# Mogrify Watermark size changes ~ crop vs full crop



## MacFly (Mar 30, 2009)

i use mogrify to add a watermark and border on export.

when i export a pic that has not be cropped, everything is perfect....width of borders and size of watermark.

but when i crop the pic to original ration of 2:3, my watermark is bigger and borders are thicker.  

obviously, i'd like both watermark and borders to be the exact same size regardless of image being cropped or not.

thanks in advance.


----------



## MacFly (Mar 30, 2009)

anyone?!


----------



## Denis Pagé (Mar 30, 2009)

This is because you do not have the same number of pixels to work with and that in Mogrify, you specify the numbers in pixels. Do you use Mogrify, LR/Mogrify or LR2/Mogrify?
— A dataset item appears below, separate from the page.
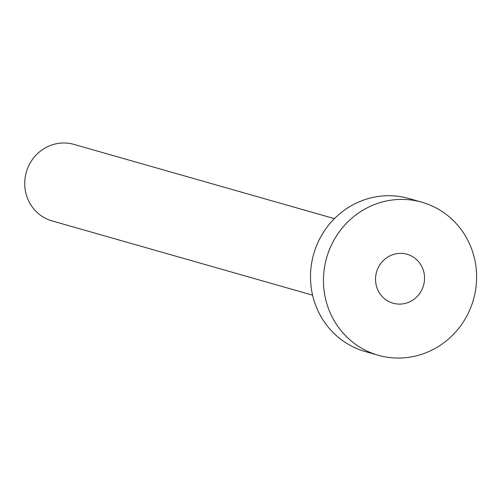 <?xml version="1.0" encoding="UTF-8"?>
<svg xmlns="http://www.w3.org/2000/svg" width="501" height="501" viewBox="0 0 501 501"><rect width="100%" height="100%" fill="white"/><g stroke="black" fill="none" stroke-linecap="round" stroke-linejoin="round"><path stroke-width="0.75" d="M400.656 304.088A25.463 24.424 105.9 0 0 424.328 281.518A25.463 24.424 105.9 0 0 407.019 254.245A25.463 24.424 105.9 0 0 399.416 253.374A25.463 24.424 105.9 0 0 375.744 275.951A25.463 24.424 105.9 0 0 393.053 303.218A25.463 24.424 105.9 0 0 400.656 304.088M312.593 295.17L52.098 220.91A39.786 38.164 -74.1 0 1 25.05 178.3A39.786 38.164 -74.1 0 1 62.036 143.029A39.786 38.164 -74.1 0 1 73.916 144.388L334.411 218.655M378.224 355.253L365.26 351.552A79.565 76.327 -74.1 0 1 311.159 266.338A79.565 76.327 -74.1 0 1 385.137 195.797A79.565 76.327 -74.1 0 1 408.885 198.515L421.848 202.21A79.565 76.327 -74.1 0 1 475.95 287.43A79.565 76.327 -74.1 0 1 401.971 357.971A79.565 76.327 -74.1 0 1 378.224 355.253A79.565 76.327 -74.1 0 1 324.122 270.033A79.565 76.327 -74.1 0 1 398.101 199.492A79.565 76.327 -74.1 0 1 421.848 202.21"/></g></svg>
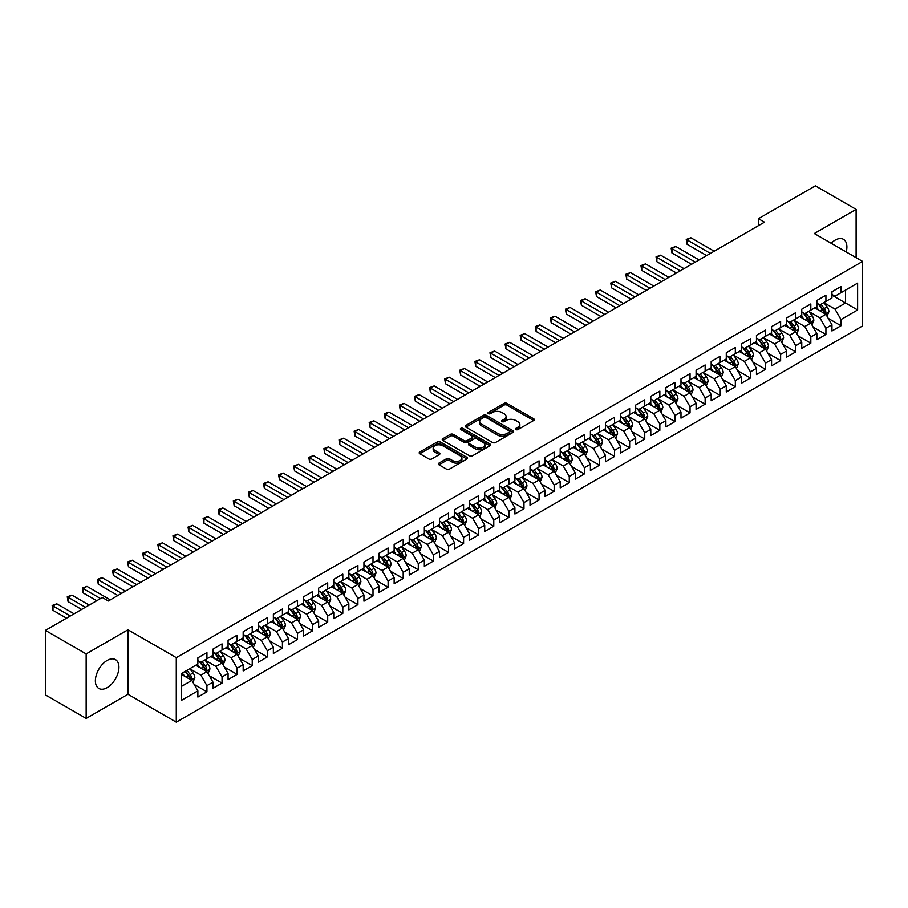 <?xml version="1.0" encoding="UTF-8"?>
<svg xmlns="http://www.w3.org/2000/svg" width="908" height="908" viewBox="0 0 908 908"><rect width="100%" height="100%" fill="white"/><g stroke="black" fill="none" stroke-linecap="round" stroke-linejoin="round"><path stroke-width="1.36" d="M515.869 429.575A1.464 0.851 0 0 0 517.935 429.575L533.688 420.483A2.1 1.214 0 0 0 534.301 419.632A2.1 1.214 0 0 0 533.688 418.77L507.016 403.379A2.1 1.214 0 0 0 504.042 403.379L488.3 412.47A1.464 0.851 0 0 0 487.868 413.061A1.464 0.851 0 0 0 488.3 413.662A1.464 0.851 0 0 0 490.377 413.662L492.408 412.482A6.708 3.87 0 0 1 501.897 412.482L504.122 413.764A6.708 3.87 0 0 1 506.085 416.511A6.708 3.87 0 0 1 504.122 419.246L502.079 420.427A1.464 0.851 0 0 0 501.659 421.017A1.464 0.851 0 0 0 502.079 421.618A1.464 0.851 0 0 0 504.156 421.618L506.199 420.438A6.708 3.87 0 0 1 515.676 420.438L517.9 421.732A6.708 3.87 0 0 1 519.864 424.467A6.708 3.87 0 0 1 517.9 427.203L515.869 428.383A1.464 0.851 0 0 0 515.438 428.973A1.464 0.851 0 0 0 515.869 429.575L515.869 428.383M107.144 687.64A16.65 9.613 120 0 0 118.029 672.964A16.65 9.613 120 0 0 115.475 659.617A16.65 9.613 120 0 0 107.144 660.445A16.65 9.613 120 0 0 96.271 675.121A16.65 9.613 120 0 0 98.824 688.457A16.65 9.613 120 0 0 107.144 687.64M846.199 251.947A16.65 9.613 120 0 0 843.453 239.326A16.65 9.613 120 0 0 835.122 240.143A16.65 9.613 120 0 0 831.138 243.253M438.995 463.091A2.1 1.214 0 0 0 438.382 463.943A2.1 1.214 0 0 0 438.995 464.805L446.475 469.118A2.1 1.214 0 0 0 449.437 469.118L466.928 459.028A2.1 1.214 0 0 0 467.541 458.177A2.1 1.214 0 0 0 466.928 457.314L440.255 441.912A2.1 1.214 0 0 0 437.293 441.912L419.802 452.014A2.1 1.214 0 0 0 419.19 452.865A2.1 1.214 0 0 0 419.802 453.728L428.837 458.937A2.1 1.214 0 0 0 431.811 458.937L439.29 454.624A2.1 1.214 0 0 0 439.903 453.762A2.1 1.214 0 0 0 439.29 452.91L434.807 450.323A5.607 3.235 0 0 1 433.161 448.03A5.607 3.235 0 0 1 436.623 445.045A5.607 3.235 0 0 1 442.729 445.749L460.299 455.884A5.607 3.235 0 0 1 461.934 458.177A5.607 3.235 0 0 1 458.472 461.162A5.607 3.235 0 0 1 452.366 460.458L449.437 458.767A2.1 1.214 0 0 0 446.475 458.767L438.995 463.091L438.995 464.805M86.158 653.908L86.158 718.41L127.983 694.257L127.983 629.766L86.158 653.908L45.4 630.368L102.32 597.509L108.358 600.994L764.468 222.188L758.43 218.703L758.43 225.683M127.983 629.766L176.288 657.653L862.6 261.413L862.6 325.915L176.288 722.155L176.288 657.653M856.108 257.668L856.108 209.385L814.294 233.526L862.6 261.413M856.108 209.385L815.35 185.845L758.43 218.703M492.567 442.514A2.1 1.214 0 0 0 495.53 442.514L513.009 432.424A2.1 1.214 0 0 0 513.622 431.561A2.1 1.214 0 0 0 513.009 430.71L486.336 415.308A2.1 1.214 0 0 0 483.374 415.308L465.883 425.409A2.1 1.214 0 0 0 465.271 426.261A2.1 1.214 0 0 0 465.883 427.112L492.567 442.514M461.366 429.893A1.464 0.851 0 0 1 462.853 430.097L462.853 428.36L489.968 444.012A2.1 1.214 0 0 1 490.581 444.875A2.1 1.214 0 0 1 489.968 445.726L472.478 455.816A2.1 1.214 0 0 1 469.515 455.816L442.843 440.425L442.843 438.712A2.1 1.214 0 0 0 442.23 439.563A2.1 1.214 0 0 0 442.843 440.425M442.843 438.712L450.334 434.387A2.1 1.214 0 0 1 453.296 434.387L464.113 440.63A2.1 1.214 0 0 0 467.075 440.63L472.035 437.769A2.1 1.214 0 0 0 472.648 436.907A2.1 1.214 0 0 0 472.035 436.056L460.776 429.552A1.464 0.851 0 0 1 460.345 428.951A1.464 0.851 0 0 1 461.253 428.179A1.464 0.851 0 0 1 462.853 428.36M831.955 295.145L845.541 302.988L845.541 290.095L857.617 283.114L841.012 292.705L841.012 286.519L831.955 291.752L831.955 297.938L825.917 301.422L825.917 295.236L816.86 300.469L816.86 306.654L810.821 310.139L810.821 303.953L801.764 309.185L801.764 315.371L795.726 318.856L795.726 312.67L786.657 317.902L786.657 324.088L780.619 327.572L780.619 321.387L771.562 326.608L771.562 332.805L765.523 336.289L765.523 330.103L756.466 335.324L756.466 341.522L750.428 345.006L750.428 338.82L741.371 344.041L741.371 350.238L735.332 353.723L735.332 347.537L726.275 352.758L726.275 358.955L720.237 362.44L720.237 356.242L711.18 361.475L711.18 367.661L705.141 371.156L705.141 364.959L696.084 370.192L696.084 376.377L690.046 379.873L690.046 373.676L680.989 378.908L680.989 385.094L674.939 388.59L674.939 382.393L665.882 387.625L665.882 393.811L659.844 397.307L659.844 391.11L650.786 396.342L650.786 402.528L644.748 406.012L644.748 399.826L635.691 405.059L635.691 411.245L629.653 414.729L629.653 408.543L620.595 413.776L620.595 419.961L614.557 423.446L614.557 417.26L605.5 422.492L605.5 428.678L599.462 432.163L599.462 425.977L590.404 431.209L590.404 437.395L584.366 440.879L584.366 434.694L575.309 439.926L575.309 446.112L569.271 449.596L569.271 443.41L560.202 448.643L560.202 454.829L554.164 458.313L554.164 452.127L545.106 457.36L545.106 463.545L539.068 467.03L539.068 460.844L530.011 466.076L530.011 472.262L523.973 475.747L523.973 469.561L514.915 474.793L514.915 480.979L508.877 484.463L508.877 478.278L499.82 483.499L499.82 489.696L493.782 493.18L493.782 486.994L484.724 492.215L484.724 498.413L478.686 501.897L478.686 495.711L469.629 500.932L469.629 507.129L463.591 510.614L463.591 504.428L454.533 509.649L454.533 515.846L448.495 519.331L448.495 513.134L439.427 518.366L439.427 524.552L433.388 528.047L433.388 521.85L424.331 527.083L424.331 533.268L418.293 536.764L418.293 530.567L409.236 535.799L409.236 541.985L403.197 545.481L403.197 539.284L394.14 544.516L394.14 550.702L388.102 554.198L388.102 548.001L379.045 553.233L379.045 559.419L373.006 562.903L373.006 556.717L363.949 561.95L363.949 568.136L357.911 571.62L357.911 565.434L348.854 570.667L348.854 576.852L342.815 580.337L342.815 574.151L333.758 579.383L333.758 585.569L327.709 589.054L327.709 582.868L318.651 588.1L318.651 594.286L312.613 597.77L312.613 591.585L303.556 596.817L303.556 603.003L297.518 606.487L297.518 600.302L288.46 605.534L288.46 611.72L282.422 615.204L282.422 609.018L273.365 614.251L273.365 620.436L267.327 623.921L267.327 617.735L258.269 622.967L258.269 629.153L252.231 632.638L252.231 626.452L243.174 631.684L243.174 637.87L237.136 641.354L237.136 635.169L228.078 640.39L228.078 646.587L222.04 650.071L222.04 643.885L212.971 649.106L212.971 655.304L206.933 658.788L206.933 652.602L197.876 657.823L197.876 664.02L181.271 673.6L181.271 700.454L197.876 690.863L191.838 680.398L181.271 674.303M857.617 283.114L857.617 309.969L841.012 319.548L834.974 309.095L824.021 302.773M828.255 318.379L841.012 325.745L841.012 319.548M841.012 325.745L831.955 330.966L831.955 324.78L825.917 328.265L819.879 317.811L808.926 311.489M813.159 327.096L825.917 334.462L825.917 328.265M825.917 334.462L816.86 339.683L816.86 333.497L810.821 336.981L804.783 326.528L793.83 320.206M798.064 335.812L810.821 343.179L810.821 336.981M810.821 343.179L801.764 348.4L801.764 342.214L795.726 345.698L789.676 335.245L778.735 328.923M782.968 344.529L795.726 351.895L795.726 345.698M795.726 351.895L786.657 357.116L786.657 350.931L780.619 354.415L774.581 343.962L763.639 337.64M767.862 353.246L780.619 360.612L780.619 354.415M780.619 360.612L771.562 365.833L771.562 359.647L765.523 363.132L759.485 352.679L748.544 346.357M752.766 361.963L765.523 369.318L765.523 363.132M765.523 369.318L756.466 374.55L756.466 368.364L750.428 371.849L744.39 361.395L733.448 355.073M737.671 370.668L750.428 378.034L750.428 371.849M750.428 378.034L741.371 383.267L741.371 377.081L735.332 380.566L729.294 370.112L718.353 363.79M722.575 379.385L735.332 386.751L735.332 380.566M735.332 386.751L726.275 391.984L726.275 385.798L720.237 389.282L714.199 378.818L703.246 372.507M707.48 388.102L720.237 395.468L720.237 389.282M720.237 395.468L711.18 400.7L711.18 394.515L705.141 397.999L699.103 387.534L688.15 381.224M692.384 396.819L705.141 404.185L705.141 397.999M705.141 404.185L696.084 409.417L696.084 403.231L690.046 406.716L684.008 396.251L673.055 389.941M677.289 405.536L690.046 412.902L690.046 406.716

For Tim's post process action see here and look carefully at resizing options.


----------



## MacFly (Mar 30, 2009)

Denis,

thanks for the kind reply.

i am using lr2/Mogrify.  In the "image resizing" section, i am not resizing but i do have the ppi set at 3''.  



			
				Denis Pagé;4'474 said:
			
		

> This is because you do not have the same number of pixels to work with and that in Mogrify, you specify the numbers in pixels. Do you use Mogrify, LR/Mogrify or LR2/Mogrify?
> 
> For Tim's post process action see here and look carefully at resizing options.


----------



## Denis Pagé (Mar 30, 2009)

MacFly;4'475 said:
			
		

> In the "image resizing" section, i am not resizing but i do have the ppi set at 3''.


You just wrote the answer yourself! As you cropped some differently, you do not get the same number of pixels with a constant 3''ppi so printed size is different. Look at the link I gave in my last post and read what Tim say about resizing. You may want to ignore Lightroom's resizing and use the post process action one instead _(LR2/Mogrify's)_.


----------